Furthermore, the charge roller bearing 67 is capable of slightly
moving between the charge roller bearing guide surfaces 91 within
the area of the gaps F. Furthermore, the position of the charge
roller bearing 67 with respect to the charge roller bearing guide
surfaces 91 can be determined by the urging direction or the like
of the charge roller spring 68. In FIG. 18A, the position of the
charge roller bearing 67 in a case in which a central axis E of the
charge roller spring 68 is attached parallel to the charge roller
bearing guide surfaces 91 is illustrated. In FIG. 18B, the position
of the charge roller bearing 67 in a case in which the central axis
E of the charge roller spring 68 is bent towards the upstream side
in the rotation direction of the drum 62 is illustrated. In FIG.

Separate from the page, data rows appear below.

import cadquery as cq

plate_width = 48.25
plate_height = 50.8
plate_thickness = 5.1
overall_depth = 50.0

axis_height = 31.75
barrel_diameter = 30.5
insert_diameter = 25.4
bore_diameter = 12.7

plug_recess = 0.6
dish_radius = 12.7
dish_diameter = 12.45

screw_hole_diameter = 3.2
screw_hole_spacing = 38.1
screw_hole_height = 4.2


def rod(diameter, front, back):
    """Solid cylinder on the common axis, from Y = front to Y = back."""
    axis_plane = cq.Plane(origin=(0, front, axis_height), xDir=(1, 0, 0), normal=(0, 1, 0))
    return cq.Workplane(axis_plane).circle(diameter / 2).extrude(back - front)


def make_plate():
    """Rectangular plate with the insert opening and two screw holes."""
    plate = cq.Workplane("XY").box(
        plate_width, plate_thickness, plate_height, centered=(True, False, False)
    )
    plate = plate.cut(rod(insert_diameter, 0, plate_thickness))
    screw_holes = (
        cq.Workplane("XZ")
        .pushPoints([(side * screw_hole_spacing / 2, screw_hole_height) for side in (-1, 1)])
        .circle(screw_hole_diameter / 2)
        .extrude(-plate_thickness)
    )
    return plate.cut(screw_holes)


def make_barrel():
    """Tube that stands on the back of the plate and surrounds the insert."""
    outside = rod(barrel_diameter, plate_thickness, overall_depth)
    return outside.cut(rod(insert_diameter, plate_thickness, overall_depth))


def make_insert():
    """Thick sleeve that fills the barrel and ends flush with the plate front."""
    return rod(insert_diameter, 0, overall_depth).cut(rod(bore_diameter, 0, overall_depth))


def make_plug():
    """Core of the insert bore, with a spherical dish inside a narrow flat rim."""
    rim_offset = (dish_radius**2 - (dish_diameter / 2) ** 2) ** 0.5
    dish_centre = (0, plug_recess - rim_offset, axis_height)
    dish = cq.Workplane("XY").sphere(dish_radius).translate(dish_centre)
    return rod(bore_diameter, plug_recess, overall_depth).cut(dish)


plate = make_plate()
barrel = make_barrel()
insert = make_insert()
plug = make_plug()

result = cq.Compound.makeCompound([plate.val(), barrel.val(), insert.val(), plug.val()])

18C, the position of the charge roller bearing 67 in a case in
which the central axis E of the charge roller spring 68 is bent
towards the downstream side in the rotation direction of the drum
62 is illustrated. When viewing the cross section of the charge
roller spring 68 orthogonal to the H direction, the charge roller
spring 68 has an annular cross section. The central axis E of the
charge roller spring 68 is defined as a line connecting the center
points of the annuluses. In the cases of FIGS. 18B and 18C, the
charge roller bearing 67 receives a restoring moment G2 from the
bent charge roller spring 68. As a case in which the charge roller
spring 68 is bent, one can conceive of a case in which the charge
roller spring 68 is installed in the charge roller spring fitting
portion 102 at an angle. Furthermore, the bending may be caused by
variations in the angles of the charge roller spring seat surface
92 and the charge roller bearing guide surfaces 91 during
manufacturing. When the charge roller spring 68 is an open ended
spring or is a close ended spring with no grinding performed
thereto, since the bottom surface of the charge roller spring 68
comes in contact with the charge roller spring seat surface 92 at
an angle, bending may occur.
[0071] A position of the charge roller bearing 67 inside the charge
roller bearing guide surfaces 91 when the drum 62 is in a driven
state will be described next. As illustrated in FIG. 19, when the
drum 62 is driven, the charge roller 66 receives force in the I
direction created by a friction between the drum 62 and the rubber
portion 66b, and a sliding friction moment G1 caused by sliding
between the bearings 104 and the metal core portion 66a of the
charge roller 66. Furthermore, as described above, a restoring
moment G2 from the charge roller spring 68 acts on the charge
roller bearing 67. The position of the charge roller bearing 67 is
determined by the dynamics between the above moments. For example,
in a case in which the directions of G1 and G2 are the same, as
illustrated in FIG. 18B, the charge roller bearing 67 will be in an
inclined position in which the second guide surface 91b and the
second guided surface 101b come in contact with each other at point
S, and the first guide surface 91a and the first guided surface
101a come in contact with each other at point Q. Furthermore, in a
case in which G1 and G2 are oriented in opposite directions, and
when G1>G2, the position is as in FIG. 18B, and when G1<G2,
as illustrated in FIG. 18C, the charge roller bearing 67 will be in
an inclined position in which the second guide surface 91b and the
second guided surface 101b come in contact with each other at point
N, and the first guide surface 91a and the first guided surface
101a come in contact with each other at point V.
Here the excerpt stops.